This article was first published 9 years ago

Alps crash: Andreas Lubitz told ex 'everyone will know my name'

Share:

March 28, 2015 17:44 IST

Media reports have said that the Germanwings co-pilot who crashed his Airbus in the French Alps had told his ex-girlfriend that "one day everyone will know my name."

The 26-year-old flight attendant told German newspaper Bild that when she heard about the crash she recalled Andreas Lubitz telling her last year: "One day I'm going to do something that will change the whole system, and everyone will know my name and remember."

Her claim follows revelations by the Dusseldorf prosecutor that Lubitz had been declared unfit, or unwell, in the days leading up to his last fatal flight on Tuesday, but that he had hidden this from his employer, the Telegraph reported.
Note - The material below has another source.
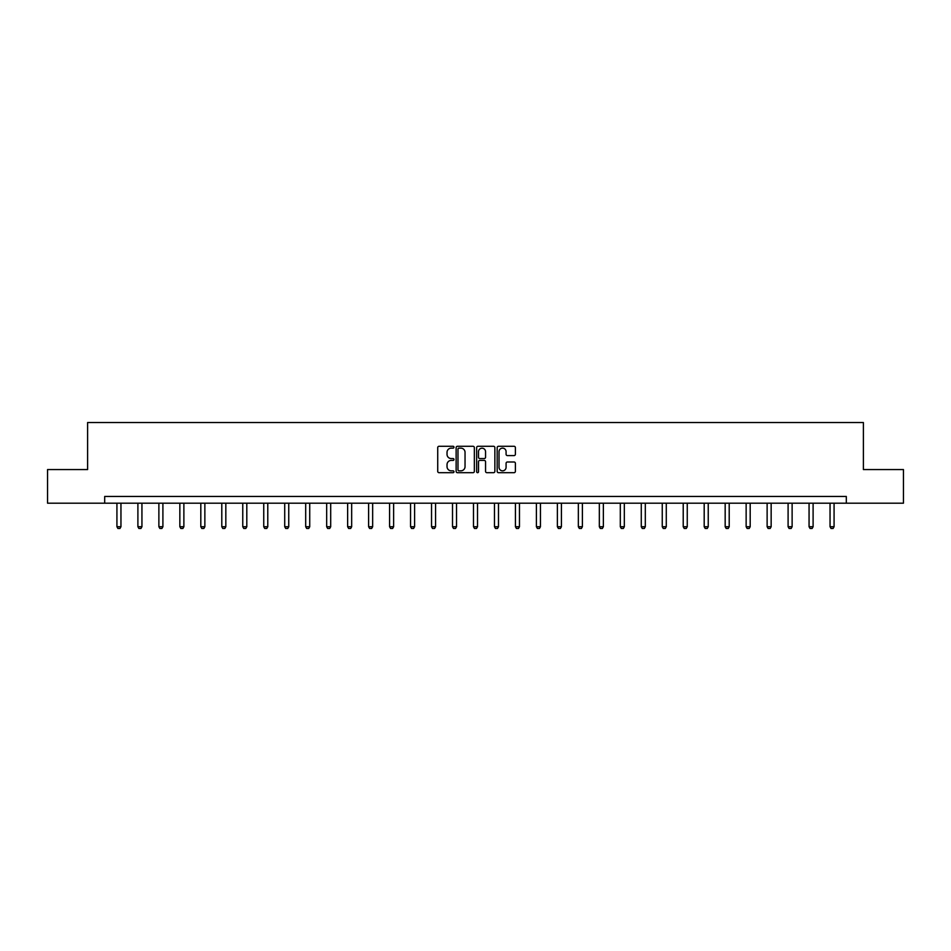 <?xml version="1.0" encoding="UTF-8"?>
<svg xmlns="http://www.w3.org/2000/svg" width="951" height="951" viewBox="0 0 951 951"><rect width="100%" height="100%" fill="white"/><g stroke="black" fill="none" stroke-linecap="round" stroke-linejoin="round"><path stroke-width="1.43" d="M453.984 447.22A0.927 0.927 0 0 0 453.068 446.292L439.041 446.292A1.32 1.32 0 0 0 437.722 447.612L437.722 471.363A1.32 1.32 0 0 0 439.041 472.683L453.068 472.683A0.927 0.927 0 0 0 453.984 471.755A0.927 0.927 0 0 0 453.068 470.84L451.25 470.84A4.22 4.22 0 0 1 447.029 466.608L447.029 464.635A4.22 4.22 0 0 1 451.25 460.415L453.068 460.415A0.927 0.927 0 0 0 453.984 459.488A0.927 0.927 0 0 0 453.068 458.56L451.25 458.56A4.22 4.22 0 0 1 447.029 454.34L447.029 452.355A4.22 4.22 0 0 1 451.25 448.135L453.068 448.135A0.927 0.927 0 0 0 453.984 447.22M514.063 455.588A1.32 1.32 0 0 0 515.383 454.269L515.383 447.612A1.32 1.32 0 0 0 514.063 446.292L498.49 446.292A1.32 1.32 0 0 0 497.171 447.612L497.171 471.363A1.32 1.32 0 0 0 498.49 472.683L514.063 472.683A1.32 1.32 0 0 0 515.383 471.363L515.383 463.315A1.32 1.32 0 0 0 514.063 461.996L507.406 461.996A1.32 1.32 0 0 0 506.087 463.315L506.087 467.31A3.531 3.531 0 0 1 502.556 470.84A3.531 3.531 0 0 1 499.025 467.31L499.025 451.666A3.531 3.531 0 0 1 502.556 448.135A3.531 3.531 0 0 1 506.087 451.666L506.087 454.269A1.32 1.32 0 0 0 507.406 455.588L514.063 455.588M104.693 503.186L47.55 503.186L47.55 469.568L87.611 469.568L87.611 422.517L863.389 422.517L863.389 469.568L903.45 469.568L903.45 503.186L846.307 503.186L846.307 496.458L104.693 496.458L104.693 503.186L846.307 503.186M474.347 447.612A1.32 1.32 0 0 0 473.027 446.292L457.455 446.292A1.32 1.32 0 0 0 456.135 447.612L456.135 471.363A1.32 1.32 0 0 0 457.455 472.683L473.027 472.683A1.32 1.32 0 0 0 474.347 471.363L474.347 447.612M477.973 446.292L493.545 446.292A1.32 1.32 0 0 1 494.865 447.612L494.865 471.363A1.32 1.32 0 0 1 493.545 472.683L486.888 472.683A1.32 1.32 0 0 1 485.557 471.363L485.557 461.734A1.32 1.32 0 0 0 484.237 460.415L479.827 460.415A1.32 1.32 0 0 0 478.508 461.734L478.508 471.755A0.927 0.927 0 0 1 477.58 472.683A0.927 0.927 0 0 1 476.653 471.755L476.653 447.612A1.32 1.32 0 0 1 477.973 446.292M458.905 448.135A0.927 0.927 0 0 0 457.978 449.062L457.978 469.913A0.927 0.927 0 0 0 458.905 470.84L460.819 470.84A4.22 4.22 0 0 0 465.039 466.608L465.039 452.355A4.22 4.22 0 0 0 460.819 448.135L458.905 448.135M485.557 451.737A3.531 3.531 0 0 0 482.038 448.206A3.531 3.531 0 0 0 478.508 451.737L478.508 457.241A1.32 1.32 0 0 0 479.827 458.56L484.237 458.56A1.32 1.32 0 0 0 485.557 457.241L485.557 451.737M116.925 503.186L116.925 526.735L120.955 526.735L120.955 503.186M120.955 526.735L119.945 528.483L117.936 528.483L116.925 526.735M137.895 503.186L137.895 526.735L141.937 526.735L141.937 503.186M141.937 526.735L140.926 528.483L138.905 528.483L137.895 526.735M158.876 503.186L158.876 526.735L162.906 526.735L162.906 503.186M162.906 526.735L161.896 528.483L159.887 528.483L158.876 526.735M179.846 503.186L179.846 526.735L183.876 526.735L183.876 503.186M183.876 526.735L182.877 528.483L180.856 528.483L179.846 526.735M200.816 503.186L200.816 526.735L204.857 526.735L204.857 503.186M204.857 526.735L203.847 528.483L201.826 528.483L200.816 526.735M221.797 503.186L221.797 526.735L225.827 526.735L225.827 503.186M225.827 526.735L224.816 528.483L222.807 528.483L221.797 526.735M242.767 503.186L242.767 526.735L246.808 526.735L246.808 503.186M246.808 526.735L245.798 528.483L243.777 528.483L242.767 526.735M263.748 503.186L263.748 526.735L267.778 526.735L267.778 503.186M267.778 526.735L266.767 528.483L264.747 528.483L263.748 526.735M284.718 503.186L284.718 526.735L288.747 526.735L288.747 503.186M288.747 526.735L287.737 528.483L285.728 528.483L284.718 526.735M305.687 503.186L305.687 526.735L309.729 526.735L309.729 503.186M309.729 526.735L308.718 528.483L306.697 528.483L305.687 526.735M326.668 503.186L326.668 526.735L330.698 526.735L330.698 503.186M330.698 526.735L329.688 528.483L327.679 528.483L326.668 526.735M347.638 503.186L347.638 526.735L351.668 526.735L351.668 503.186M351.668 526.735L350.669 528.483L348.648 528.483L347.638 526.735M368.608 503.186L368.608 526.735L372.649 526.735L372.649 503.186M372.649 526.735L371.639 528.483L369.618 528.483L368.608 526.735M389.589 503.186L389.589 526.735L393.619 526.735L393.619 503.186M393.619 526.735L392.608 528.483L390.599 528.483L389.589 526.735M410.559 503.186L410.559 526.735L414.6 526.735L414.6 503.186M414.6 526.735L413.59 528.483L411.569 528.483L410.559 526.735M431.54 503.186L431.54 526.735L435.57 526.735L435.57 503.186M435.57 526.735L434.559 528.483L432.539 528.483L431.54 526.735M452.51 503.186L452.51 526.735L456.539 526.735L456.539 503.186M456.539 526.735L455.529 528.483L453.52 528.483L452.51 526.735M473.479 503.186L473.479 526.735L477.521 526.735L477.521 503.186M477.521 526.735L476.51 528.483L474.49 528.483L473.479 526.735M494.461 503.186L494.461 526.735L498.49 526.735L498.49 503.186M498.49 526.735L497.48 528.483L495.471 528.483L494.461 526.735M515.43 503.186L515.43 526.735L519.46 526.735L519.46 503.186M519.46 526.735L518.461 528.483L516.441 528.483L515.43 526.735M536.4 503.186L536.4 526.735L540.441 526.735L540.441 503.186M540.441 526.735L539.431 528.483L537.41 528.483L536.4 526.735M557.381 503.186L557.381 526.735L561.411 526.735L561.411 503.186M561.411 526.735L560.401 528.483L558.392 528.483L557.381 526.735M578.351 503.186L578.351 526.735L582.392 526.735L582.392 503.186M582.392 526.735L581.382 528.483L579.361 528.483L578.351 526.735M599.332 503.186L599.332 526.735L603.362 526.735L603.362 503.186M603.362 526.735L602.352 528.483L600.331 528.483L599.332 526.735M620.302 503.186L620.302 526.735L624.332 526.735L624.332 503.186M624.332 526.735L623.321 528.483L621.312 528.483L620.302 526.735M641.271 503.186L641.271 526.735L645.313 526.735L645.313 503.186M645.313 526.735L644.303 528.483L642.282 528.483L641.271 526.735M662.253 503.186L662.253 526.735L666.282 526.735L666.282 503.186M666.282 526.735L665.272 528.483L663.263 528.483L662.253 526.735M683.222 503.186L683.222 526.735L687.252 526.735L687.252 503.186M687.252 526.735L686.253 528.483L684.233 528.483L683.222 526.735M704.192 503.186L704.192 526.735L708.233 526.735L708.233 503.186M708.233 526.735L707.223 528.483L705.202 528.483L704.192 526.735M725.173 503.186L725.173 526.735L729.203 526.735L729.203 503.186M729.203 526.735L728.193 528.483L726.184 528.483L725.173 526.735M746.143 503.186L746.143 526.735L750.184 526.735L750.184 503.186M750.184 526.735L749.174 528.483L747.153 528.483L746.143 526.735M767.124 503.186L767.124 526.735L771.154 526.735L771.154 503.186M771.154 526.735L770.144 528.483L768.123 528.483L767.124 526.735M788.094 503.186L788.094 526.735L792.124 526.735L792.124 503.186M792.124 526.735L791.113 528.483L789.104 528.483L788.094 526.735M809.063 503.186L809.063 526.735L813.105 526.735L813.105 503.186M813.105 526.735L812.095 528.483L810.074 528.483L809.063 526.735M830.045 503.186L830.045 526.735L834.075 526.735L834.075 503.186M834.075 526.735L833.064 528.483L831.055 528.483L830.045 526.735"/></g></svg>
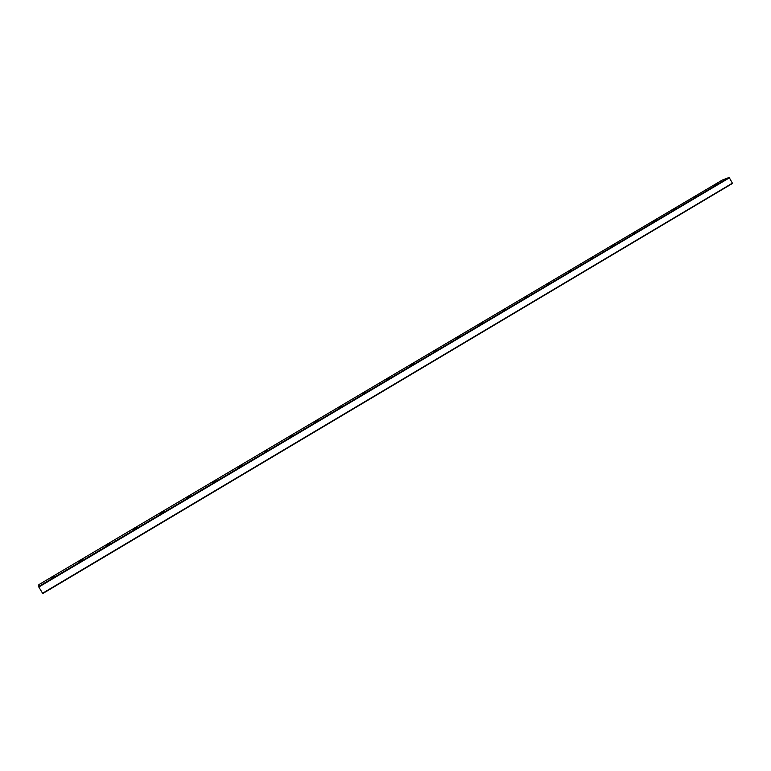 <?xml version="1.0" encoding="UTF-8"?>
<svg xmlns="http://www.w3.org/2000/svg" width="771" height="771" viewBox="0 0 771 771"><rect width="100%" height="100%" fill="white"/><g stroke="black" fill="none" stroke-linecap="round" stroke-linejoin="round"><path stroke-width="1.16" d="M717.069 183.883L714.206 185.445L717.069 183.883M696.955 195.786L694.083 197.366L696.955 195.786M676.62 207.833L673.729 209.413L676.62 207.833M656.054 220.014L653.153 221.605L656.054 220.014M635.256 232.331L632.336 233.931L635.256 232.331M614.227 244.783L611.287 246.402L614.227 244.783M592.947 257.379L589.998 259.008L592.947 257.379M571.427 270.129L568.458 271.768L571.427 270.129M549.665 283.015L546.668 284.663L549.665 283.015M527.643 296.054L524.637 297.722L527.643 296.054M505.362 309.248L502.335 310.925L505.362 309.248M482.829 322.596L479.774 324.292L482.829 322.596M460.017 336.098L456.943 337.814L460.017 336.098M436.945 349.774L433.842 351.489L436.945 349.774M413.584 363.604L410.471 365.338L413.584 363.604M389.953 377.597L386.811 379.351L389.953 377.597M366.032 391.764L362.862 393.538L366.032 391.764M341.813 406.095L338.614 407.898L341.813 406.095M317.305 420.619L314.076 422.431L317.305 420.619M292.498 435.307L289.231 437.147L292.498 435.307M267.373 450.187L264.087 452.037L267.373 450.187M241.94 465.25L238.615 467.13L241.94 465.25M216.188 480.497L212.825 482.405L216.188 480.497M190.1 495.946L186.707 497.873L190.1 495.946M163.693 511.578L160.262 513.534L163.693 511.578M136.939 527.422L133.47 529.407L136.939 527.422M109.848 543.468L106.331 545.482L109.848 543.468M82.401 559.727L78.844 561.76L82.401 559.727M54.596 576.188L50.992 578.26L54.596 576.188M42.762 593.554L38.55 586.567L38.858 584.64L722.311 180.048L729.164 177.455L732.392 183.161L42.762 593.554L732.392 183.498M42.55 593.265L732.392 183.161M38.791 587.039L729.568 177.735M38.55 586.567L729.164 177.455M38.858 584.64L722.331 180.038"/></g></svg>

The black box voice recorder indicates that Lubitz, 27, locked his captain out of the cockpit and deliberately flew Flight 4U 9525 into a mountainside, French officials said, in what appears to have been a case of suicide and mass killing.

It emerged that Lubitz tore up a sick note signing him off work on the day of the crash, and kept it a secret from the airline.

Lubitz had been undergoing treatment at a hospital in Dusseldorf as recently as March 10, just two weeks before the tragedy, but had also concealed this from his employers.

They did not specify the illness.

According to Bild, the young woman, who was "very shocked", flew with Lubitz on European flights for five months last year, during which time they are believed to have been romantically involved, AFP reported.

If Lubitz did deliberately crash the plane, "it is because he understood that because of his health problems, his big dream of a job at Lufthansa, as captain and as a long-haul pilot was practically impossible", she told Bild.

Half of the 150 victims of Tuesday's disaster were German, with Spain accounting for at least 50 and the remainder composed of more than a dozen other nationalities.